À cette époque on ne passait pas par la route qui monte de Mude pour aller au Cimetière aux ânes mais par la route du haut, celle qui surplombe la baie de Morsiglia. Là, à la hauteur d'une croix qui servait de repère, un sentier à peine visible menait en plein maquis à ce que nous appelions la ligne des moulins. C'étaient d'anciens moulins à vent entourés de murettes et de jardins à l'abandon, autour des bassins délaissés stagnait une odeur humide et verte liée à quelque filet d'eau. Un grand silence régnait, souligné par les innombrables insectes. Seuls hôtes des lieux, des ânes blanchis par l'âge vagabondaient et s'enfuyaient lorsqu'un humain se dressait à leur vue.

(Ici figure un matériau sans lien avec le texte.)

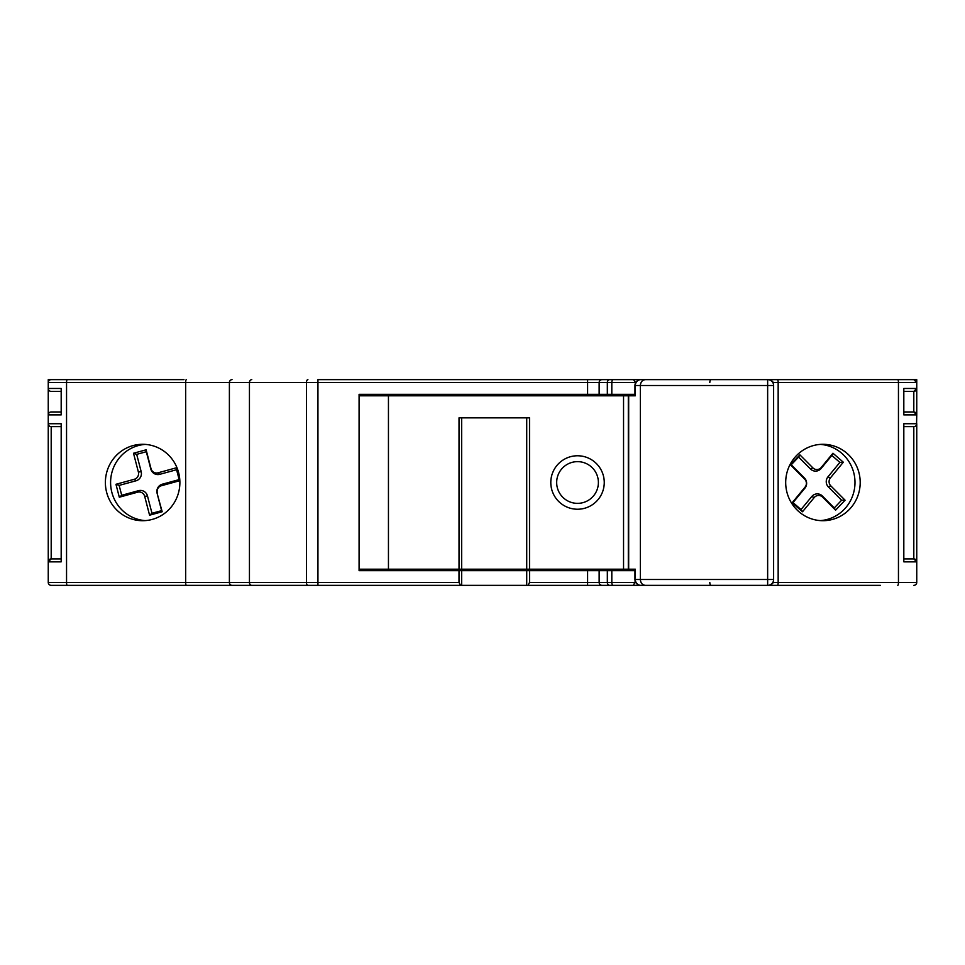 <?xml version="1.0" encoding="UTF-8"?>
<svg xmlns="http://www.w3.org/2000/svg" width="965" height="965" viewBox="0 0 965 965"><rect width="100%" height="100%" fill="white"/><g stroke="black" fill="none" stroke-linecap="round" stroke-linejoin="round"><path stroke-width="1.45" d="M556.672 482.5A20.856 20.856 90 0 0 577.528 503.356A20.856 20.856 90 0 0 598.384 482.5A20.856 20.856 90 0 0 577.528 461.644A20.856 20.856 90 0 0 556.672 482.5M577.528 455.769L577.528 455.769A26.731 26.731 90 0 0 550.798 482.5A26.731 26.731 -90 0 1 577.528 455.769A26.731 26.731 -90 0 1 604.259 482.5A26.731 26.731 -90 0 1 577.528 509.231A26.731 26.731 -90 0 1 550.798 482.5A26.731 26.731 90 0 0 577.528 509.231L577.528 509.231M157.295 492.922A5.874 5.73 90 0 1 161.36 485.733L179.731 480.715L176.378 467.796L158.007 472.814A5.874 5.73 90 0 1 150.998 468.64L146.113 449.811L133.508 453.248L138.393 472.078A5.874 5.73 90 0 1 134.328 479.267L115.957 484.285L119.31 497.204L137.681 492.186A5.874 5.73 90 0 1 144.69 496.36L149.575 515.189L162.18 511.752L157.114 493.332A7.455 7.262 90 0 1 162.265 484.213L179.152 479.605L176.583 469.726L159.708 474.334A7.455 7.262 90 0 1 150.817 469.05L146.318 451.729L136.692 454.358L141.18 471.668A7.455 7.262 90 0 1 136.029 480.787L119.141 485.395L121.711 495.274L138.586 490.666A7.455 7.262 90 0 1 147.476 495.95L151.975 513.271L161.601 510.642L157.114 493.332M830.793 485.865A5.874 5.73 -90 0 1 830.431 477.88L843.326 462.211L832.952 453.236L821.239 467.458A5.874 5.73 -90 0 1 812.856 467.868L799.876 454.841L790.383 464.792L804.677 479.135A5.874 5.73 -90 0 1 805.051 487.12L792.144 502.789L802.518 511.764L814.231 497.542A5.874 5.73 -90 0 1 822.614 497.132L835.594 510.159L845.087 500.208L830.793 485.865L828.428 486.999A7.455 7.262 -90 0 1 827.958 476.855L839.864 462.404L831.842 455.456L821.119 468.471A7.455 7.262 -90 0 1 810.479 468.99L798.598 457.072L791.252 464.768L804.448 478.001A7.455 7.262 -90 0 1 804.919 488.145L793.013 502.596L801.034 509.544L811.758 496.529A7.455 7.262 -90 0 1 822.385 496.01L834.267 507.928L841.613 500.232L828.428 486.999M526.721 569.193L526.721 417.845L461.668 417.845L461.668 569.193L623.547 569.193L623.547 395.807L359.089 395.807M529.544 570.665L529.544 582.414L587.601 582.414L587.601 570.665L461.668 570.665L461.668 585.357L51.193 585.357A2.943 2.943 0 0 1 48.25 582.414L48.25 379.643L183.953 379.643M678.214 585.357L709.95 585.357L678.214 585.357M634.958 569.193L634.958 579.482A5.874 5.874 0 0 0 640.832 585.357L661.206 585.357M661.206 379.643L640.832 379.643A5.874 5.874 0 0 0 634.958 385.518L634.958 395.807M426.518 585.357L672.798 585.357M426.518 570.665L425.77 570.665L425.77 569.193M425.77 395.807L425.77 394.335L426.518 394.335M425.77 379.643L350.379 379.643L425.77 379.643M179.888 482.5A38.202 37.261 -90 0 0 142.639 444.298A38.202 37.261 -90 0 0 105.378 482.5A38.202 37.261 -90 0 0 142.639 520.702A38.202 37.261 -90 0 0 179.888 482.5M145.245 444.395A38.202 37.261 -90 0 0 110.589 482.5A38.202 37.261 -90 0 0 145.245 520.605M860.201 482.5A38.202 37.261 90 0 0 822.94 444.298A38.202 37.261 90 0 0 785.691 482.5A38.202 37.261 90 0 0 822.94 520.702A38.202 37.261 90 0 0 860.201 482.5M820.334 520.605A38.202 37.261 90 0 0 854.99 482.5A38.202 37.261 90 0 0 820.334 444.395M651.484 585.357L634.126 585.357M660.132 379.643L681.917 379.643M144.919 379.643L180.057 379.643M634.958 579.482L635.32 569.193L628.312 569.193L628.312 395.807L623.547 395.807M634.958 394.335L359.089 394.335L359.089 570.665L459.002 570.665L459.002 582.414L460.51 585.357M769.696 379.643L772.362 381.332M50.94 426.651L61.181 426.663L51.193 426.663L51.193 558.904L61.181 558.904L51.193 558.904A2.943 2.943 0 0 0 48.25 561.847L48.25 544.212M359.089 569.193L461.668 569.193M628.312 569.193L623.547 569.193M880.406 585.357L645.38 585.357C642.352 585.043 640.676 583.089 640.35 579.482L640.35 385.518L635.32 385.518L635.32 395.807L628.312 395.807M388.449 569.193L388.449 395.807M645.38 585.357L640.832 585.357A5.874 5.525 90 0 1 635.32 579.482L773.616 579.482A5.874 5.874 0 0 1 767.742 585.357A5.874 5.874 0 0 0 773.616 579.482L773.616 385.518A5.874 5.874 0 0 0 767.742 379.643L640.832 379.643A5.874 5.525 -90 0 0 635.32 385.518L634.958 385.518M773.616 579.482L773.616 385.518A5.874 5.874 0 0 0 767.742 379.643M715.644 379.643L704.076 379.643M459.026 569.193L459.026 417.845L529.52 417.845L529.52 569.193M784.943 379.643L820.081 379.643M761.759 379.643L711.133 379.643A2.943 1.339 90 0 0 709.806 382.586M587.601 394.335L587.601 382.586L317.943 382.586L317.943 379.643L651.484 379.643M773.52 384.444L773.52 382.586L770.553 379.643L916.75 379.643L916.75 382.586L913.807 379.643A2.943 2.943 0 0 1 916.75 382.586L773.52 382.586L773.496 384.311M623.595 379.643L609.747 379.643A2.943 2.4 90 0 0 607.335 382.586L587.601 382.586L587.601 379.643L426.518 379.643L602.039 379.643A2.943 2.883 90 0 0 599.144 382.586L599.144 394.335M633.474 585.357L635.247 581.304M635.247 383.696L635.247 382.586L607.335 382.586L607.335 394.335M587.601 570.665L634.958 570.665M56.899 585.357L152.567 585.357M173.591 585.357L232.034 585.357A2.943 2.642 90 0 1 229.393 582.414L229.393 382.586L48.25 382.586L48.25 379.643M51.193 585.357A2.943 2.943 0 0 1 48.25 582.414L249.44 582.414A2.943 2.328 90 0 0 251.769 585.357L291.261 585.357M309.102 585.357L314.095 585.357M300.417 585.357L350.379 585.357M710.819 585.357L764.582 585.357M811.601 585.357L842.288 585.357M587.601 585.357L587.601 582.414L611.81 582.414A2.943 1.291 -90 0 0 613.101 585.357L528.108 585.357L529.544 582.414M526.721 570.665L526.721 585.357L528.108 585.357M48.25 388.461A2.943 2.943 0 0 0 51.193 391.392L61.181 391.392L51.193 391.392A2.943 2.943 0 0 1 48.25 388.461L61.181 388.461L61.181 414.902L48.25 414.902A2.943 2.943 0 0 1 51.193 411.971L61.181 411.971M51.193 558.904L48.25 561.847L61.181 561.847L61.181 423.719L48.25 423.719L48.443 424.757A2.943 2.943 0 0 0 51.193 426.663A2.943 2.943 0 0 1 48.25 423.719A2.943 2.943 0 0 0 51.193 426.663M903.819 391.392L913.807 391.392A2.943 2.943 0 0 0 916.75 388.461L916.75 414.902L903.819 414.902L903.819 411.971L913.807 411.971L913.807 391.392L916.75 388.461L916.75 382.586M916.557 424.757L916.75 414.902A2.943 2.943 0 0 0 913.807 411.971L916.75 414.902M772.832 582.414L916.75 582.414A2.943 2.943 0 0 1 913.807 585.357A2.943 2.943 0 0 0 916.75 582.414L916.75 561.847A2.943 2.943 0 0 0 913.807 558.904L903.819 558.904L913.807 558.904L913.807 426.663A2.943 2.943 0 0 0 916.75 423.719L916.75 561.847L903.819 561.847L903.819 423.719L916.75 423.719A2.943 2.943 0 0 1 913.807 426.663L903.819 426.663M903.819 414.902L903.819 388.461L916.75 388.461A2.943 2.943 0 0 1 913.807 391.392M461.668 570.665L459.002 570.665M913.807 558.904L916.75 561.847M633.474 379.643L635.742 382.586M48.25 382.586A2.943 2.943 0 0 1 51.193 379.643L50.94 379.655M773.616 385.518L640.35 385.518C640.676 381.911 642.364 379.957 645.38 379.643M801.034 509.544L802.518 511.764M793.013 502.596L792.144 502.789M791.252 464.768L790.383 464.792M798.598 457.072L799.876 454.841M831.842 455.456L832.952 453.236M839.864 462.404L843.326 462.211M841.613 500.232L845.087 500.208M834.267 507.928L835.594 510.159M121.711 495.274L119.31 497.204M119.141 485.395L115.957 484.285M136.692 454.358L133.508 453.248M146.318 451.729L146.113 449.811M176.583 469.726L176.378 467.796M179.152 479.605L179.731 480.715M161.601 510.642L162.18 511.752M151.975 513.271L149.575 515.189M317.943 585.357L317.943 382.586L249.44 382.586L249.44 582.414L459.002 582.414M767.645 585.357L767.645 379.643M628.673 569.193L628.673 395.807M611.81 570.665L611.81 582.414L635.742 582.414M611.81 394.335L611.81 382.586A2.943 1.291 90 0 1 613.101 379.643M609.747 585.357A2.943 2.4 -90 0 1 607.335 582.414L607.335 570.665M602.039 585.357A2.943 2.883 -90 0 1 599.144 582.414L599.144 570.665M307.895 585.357A2.943 1.435 90 0 1 306.46 582.414L306.46 382.586A2.943 1.435 -90 0 1 307.895 379.643M251.769 379.643A2.943 2.328 -90 0 0 249.44 382.586L229.393 382.586A2.943 2.642 -90 0 1 232.034 379.643M186.317 585.357A2.943 0.651 90 0 1 185.666 582.414L185.666 382.586A2.943 0.651 -90 0 1 186.317 379.643M67.2 585.357A2.943 0.651 90 0 1 66.549 582.414L66.549 382.586A2.943 0.651 -90 0 1 67.2 379.643M897.8 585.357A2.943 0.651 -90 0 0 898.451 582.414L898.451 382.586A2.943 0.651 90 0 0 897.8 379.643M777.513 585.357A2.943 0.651 -90 0 0 778.164 582.414L778.164 382.586A2.943 0.651 90 0 0 777.513 379.643M51.193 411.971A2.943 2.943 0 0 0 48.25 414.902M711.133 585.357A2.943 1.339 -90 0 1 709.806 582.414M822.385 496.01L822.614 497.132M811.758 496.529L814.231 497.542M804.919 488.145L805.051 487.12M804.448 478.001L804.677 479.135M810.479 468.99L812.856 467.868M821.119 468.471L821.239 467.458M827.958 476.855L830.431 477.88M147.476 495.95L144.69 496.36M138.586 490.666L137.681 492.186M136.029 480.787L134.328 479.267M141.18 471.668L138.393 472.078M159.708 474.334L158.007 472.814M162.265 484.213L161.36 485.733M770.577 585.357L773.52 582.414L773.52 580.556M773.52 382.586L770.577 379.643"/></g></svg>

On disait que selon une ancienne coutume les Corses ne supprimaient pas leurs ânes lorsque, devenus vieux, ils n'étaient plus bons à rien. Ils les conduisaient dans cet endroit fermé par des falaises du côté de la mer et les abandonnaient au maquis. Les ânes y disposaient de cabanes de pierres sèches pour s'abriter, d'anciens bassins à peine alimentés d'eau pour boire et vivaient là en ermites, rendus craintifs à force de solitude avant de mourir de vieillesse. On disait même des Corses qu'ils abandonnaient leurs ânes pour leur laisser dans leur grand âge une vie qu'ils auraient souhaitée pour eux-mêmes.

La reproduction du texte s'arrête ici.